The NAO also said the UK government’s assessment that up to 20 per cent of all homes won’t be suitable for heat pumps needs greater clarity. It is likely that a large proportion of these homes will be hard to treat rural homes, requiring high heat-demand solutions, so may therefore be unsuitable for heat pumps. At the moment, low carbon, high heat-demand solutions –including standalone boilers which run green gas or hybrid heat pumps (that use existing gas boilers) – are not supported by existing grants such as the BUS.

The previous government’s position on hybrid heat pumps seems increasingly untenable following Energy Systems Catapult’s report, Innovating to Net Zero 2024, which identified that hybrid heating systems could reduce total energy system costs by 7 per cent (£200bn) compared to heating systems without hybrids. This could help the new government reach its 2030 clean grid target at lower cost.

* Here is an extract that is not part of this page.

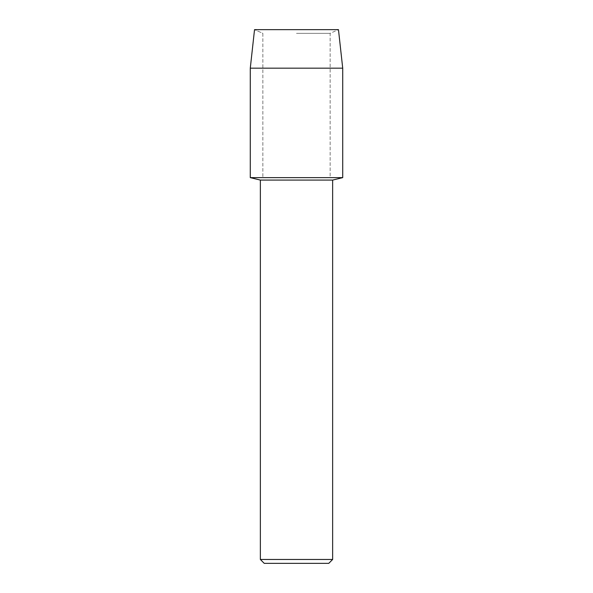 <?xml version="1.0" encoding="UTF-8"?>
<svg xmlns="http://www.w3.org/2000/svg" width="593" height="593" viewBox="0 0 593 593"><rect width="100%" height="100%" fill="white"/><g stroke="black" fill="none" stroke-linecap="round" stroke-linejoin="round"><path stroke-width="0.44" stroke-dasharray="2.96 2.22" d="M296.5 33.356L330.138 33.356L296.5 33.356M338.47 29.65L254.53 29.65L338.47 29.65L330.138 33.356L330.138 177.633L250.283 177.633L330.138 177.633L330.138 33.356L338.47 29.65M332.643 180.079L260.357 180.079M342.717 177.633L296.5 177.633L342.717 177.633M332.643 559.466L260.357 559.466M328.767 563.35L264.233 563.35M342.717 68.173L250.283 68.173M262.862 33.356L262.862 177.633L262.862 33.356L254.53 29.65L262.862 33.356"/><path stroke-width="0.89" d="M338.47 29.65L254.53 29.65L338.47 29.65L342.717 68.173L342.717 177.633L296.5 177.633L342.717 177.633L332.643 180.079L332.643 559.466L260.357 559.466L264.233 563.35L328.767 563.35L332.643 559.466M260.357 559.466L260.357 180.079L332.643 180.079M254.53 29.65L250.283 68.173L250.283 177.633L296.5 177.633L250.283 177.633L260.357 180.079M250.283 68.173L342.717 68.173"/></g></svg>
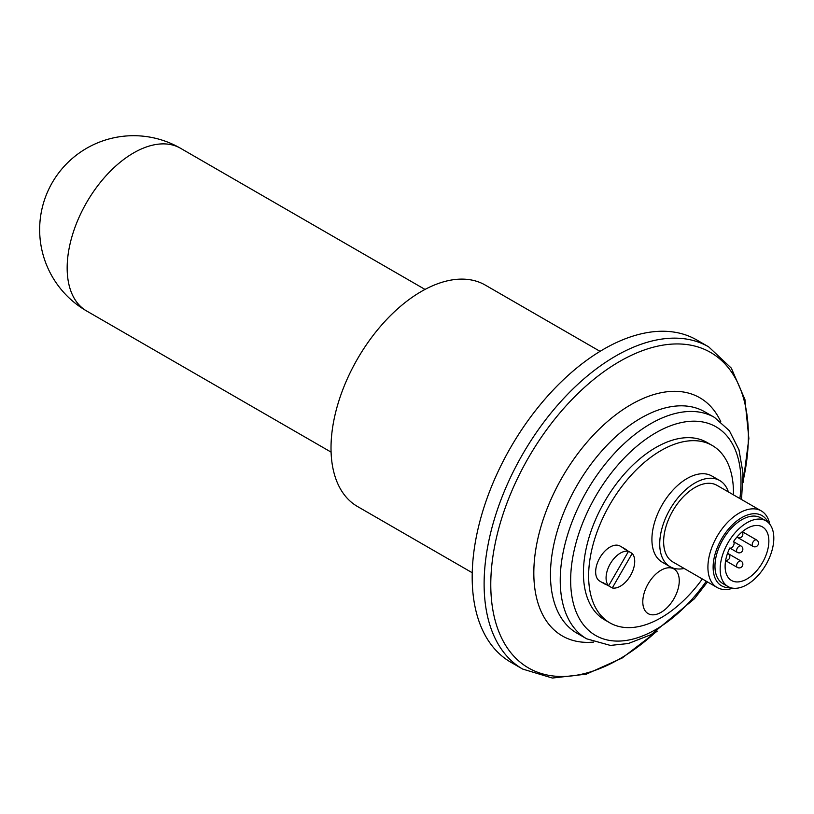 <?xml version="1.0" encoding="UTF-8"?>
<svg xmlns="http://www.w3.org/2000/svg" width="814" height="814" viewBox="0 0 814 814"><rect width="100%" height="100%" fill="white"/><g stroke="black" fill="none" stroke-linecap="round" stroke-linejoin="round"><path stroke-width="1.22" d="M510.724 662.169A186.019 107.397 -60 0 1 510.714 447.364A186.019 107.397 -60 0 1 696.743 339.967L708.668 346.856A186.019 107.397 -60 0 0 615.659 356.064A186.019 107.397 -60 0 0 494.129 519.993A186.019 107.397 -60 0 0 522.649 669.057L510.724 662.169M702.35 578.968A102.401 59.127 -60 0 1 609.828 622.832L604.619 619.83A102.401 59.127 -60 0 1 588.929 537.769A102.401 59.127 -60 0 1 655.819 447.527A102.401 59.127 -60 0 1 707.02 442.46L712.23 445.462A102.401 59.127 -60 0 1 733.414 494.82M472.242 572.751L357.488 506.501A127.818 73.799 -60 0 1 357.488 358.903A127.818 73.799 -60 0 1 485.307 285.103L600.06 351.353M609.828 622.832A102.401 59.127 -60 0 1 594.139 540.781A102.401 59.127 -60 0 1 661.029 450.539A102.401 59.127 -60 0 1 712.23 445.462M605.056 584.177A20.258 11.701 -60 0 1 603.388 582.824L608.597 585.826L628.52 551.322L632.203 553.449A20.258 11.701 -60 0 1 630.524 575.488A20.258 11.701 -60 0 1 612.281 587.952L607.071 584.951A20.258 11.701 -60 0 1 605.056 584.177L599.847 581.176A20.258 11.701 -60 0 1 599.847 557.773A20.258 11.701 -60 0 1 620.105 546.082L625.315 549.084A20.258 11.701 -60 0 1 626.994 550.447M684.187 568.477A49.725 28.714 -60 0 1 670.034 566.686L662.22 562.179A49.725 28.714 -60 0 1 654.588 522.334A49.725 28.714 -60 0 1 687.077 478.51A49.725 28.714 -60 0 1 711.945 476.048L719.759 480.555A49.725 28.714 -60 0 1 728.388 491.921M679.263 580.769A25.783 14.886 -60 0 1 651.912 614.794A25.783 14.886 -60 0 1 651.912 578.327A25.783 14.886 -60 0 1 679.263 580.769M670.034 566.686A49.725 28.714 -60 0 1 662.403 526.841A49.725 28.714 -60 0 1 694.891 483.017A49.725 28.714 -60 0 1 719.759 480.555M717.073 587.474L672.791 561.904A44.2 25.519 -60 0 1 666.015 526.485A44.2 25.519 -60 0 1 694.891 487.535A44.2 25.519 -60 0 1 716.992 485.348L761.273 510.907A44.2 25.519 120 0 0 739.173 513.095A44.2 25.519 120 0 0 710.296 552.045A44.2 25.519 120 0 0 717.073 587.474A44.2 25.519 120 0 0 732.834 588.186M769.779 524.206A44.2 25.519 120 0 0 761.273 510.907M730.402 587.627A40.517 23.392 -60 0 1 721.519 539A40.517 23.392 -60 0 1 768.07 522.374M728.021 586.558L722.812 583.546A37.943 21.907 -60 0 1 722.812 539.743A37.943 21.907 -60 0 1 760.744 517.836L765.954 520.838A37.943 21.907 120 0 0 728.021 542.745A37.943 21.907 120 0 0 728.021 586.558A37.943 21.907 120 0 0 746.987 584.676A37.943 21.907 120 0 0 771.774 551.241A37.943 21.907 120 0 0 765.954 520.838M608.597 585.826A20.258 11.701 -60 0 1 610.266 563.797A20.258 11.701 -60 0 1 628.52 551.322L623.31 548.321A20.258 11.701 -60 0 1 625.315 549.084M632.203 553.449L612.281 587.952M729.792 548.015A3.683 2.127 -60 0 0 733.353 545.828A3.683 2.127 -60 0 0 733.465 541.646A30.942 17.867 -60 0 1 762.453 526.902A30.942 17.867 -60 0 1 762.453 562.637A30.942 17.867 -60 0 1 731.511 580.494A30.942 17.867 -60 0 1 729.792 548.015L737.331 552.38A3.683 3.683 0 0 0 742.368 551.027A3.683 3.683 0 0 0 741.015 546.001A3.683 2.127 120 0 0 739.173 546.184A3.683 2.127 120 0 0 736.772 549.43A3.683 2.127 120 0 0 737.331 552.38M655.901 631.918A182.143 105.159 -60 0 1 492.094 605.006A182.143 105.159 -60 0 1 619.576 361.497A182.143 105.159 -60 0 1 748.371 435.856A182.143 105.159 -60 0 1 743.141 480.82M593.559 642.093A137.515 79.396 -60 0 1 535.724 549.806A137.515 79.396 -60 0 1 631.064 404.568A137.515 79.396 -60 0 1 720.777 421.744M640.852 418.131A127.818 73.799 -60 0 1 704.761 411.803L714.519 417.44A127.818 73.799 120 0 0 650.61 423.768A127.818 73.799 120 0 0 567.114 536.406A127.818 73.799 120 0 0 586.701 638.827L576.943 633.19A127.818 73.799 -60 0 1 557.346 530.769A127.818 73.799 -60 0 1 640.852 418.131M706.287 581.237A120.452 69.546 -60 0 1 574.898 608.526A120.452 69.546 -60 0 1 655.819 432.794A120.452 69.546 -60 0 1 739.875 498.555M425.02 289.428L180.545 148.28A93.936 54.233 120 0 0 133.577 152.93A93.936 54.233 120 0 0 72.222 235.704A93.936 54.233 120 0 0 86.62 310.979L331.094 452.126M756.644 539.987A3.683 2.127 120 0 0 754.802 540.17A3.683 2.127 120 0 0 752.39 543.416A3.683 2.127 120 0 0 752.96 546.367A3.683 3.683 0 0 0 757.987 545.014A3.683 3.683 0 0 0 756.644 539.987L742.317 531.715M725.661 560.358A3.683 3.683 0 0 0 727.991 553.52A3.683 2.127 120 0 0 727.533 553.357M741.015 561.039A3.683 2.127 120 0 0 739.173 561.222A3.683 2.127 120 0 0 736.772 564.468A3.683 2.127 120 0 0 737.331 567.419A3.683 3.683 0 0 0 742.368 566.066A3.683 3.683 0 0 0 741.015 561.039L728.021 553.54M736.965 537.026A3.683 2.127 120 0 0 737.331 537.342A3.683 3.683 0 0 0 742.093 531.898M522.649 669.057L552.36 678.042L586.355 674.145L622.1 658.058L657.234 631.115M743.111 482.387L748.87 438.481L744.932 399.481L731.308 368.101L708.668 346.856M586.701 638.827L610.378 645.421L628.367 643.518L651.169 634.615L694.423 598.758L707.478 581.929M741.544 499.511L743.009 473.097L738.959 449.735L729.364 430.708L714.519 417.44M180.545 148.28A93.936 93.936 0 0 0 52.238 182.662A93.936 93.936 0 0 0 86.62 310.979M737.331 537.342L752.96 546.367M725.61 560.653L737.331 567.419M733.465 541.646L741.015 546.001"/></g></svg>

A simple solution for an incoming government would be to tweak existing support programmes such as the BUS to include other low-carbon technologies. It seems inconsistent that the scheme allows consumers to upgrade to a biomass boiler, but not a hybrid heat pump. A hybrid heat pump is also low carbon and has much lower particulate emissions. The Scottish government already provides grant and low-interest loans that include hybrid heat pumps via its Home Energy Scotland Scheme. The UK government should follow suit.

To increase the availability of RLGs, the government could follow the lead of the Sustainable Aviation Fuel (SAF) mandate – an obligation on airlines to progressively increase the proportion of sustainable fuel they use for their planes. The SAF mandate provides a blueprint for the LPG industry to accelerate the transition to RLGs.

If implemented, LPG suppliers, like Calor, as well as suppliers of domestic heating oil, would be required to supply increasing volumes of renewable fuels to their customers. This approach could catalyse the low carbon transition in rural home heating, particularly for those homes unsuitable for a heat pump. We would like to continue discussions with the new Labour government on how best to implement this in the rural heating market.

The new UK government could also look at Welsh Labour’s recently published heat strategy that acknowledges the role existing boilers could play if run on biogases such as RLGs. The new government should take a holistic, inclusive approach to decarbonising home heating. A fair transition to net zero shouldn’t mandate a certain technology; it should acknowledge the evidence that shows varying property types require a range of approaches and should support all low carbon technologies. As we move towards net zero, we need government policy to support low carbon heating solutions which are suitable for every home.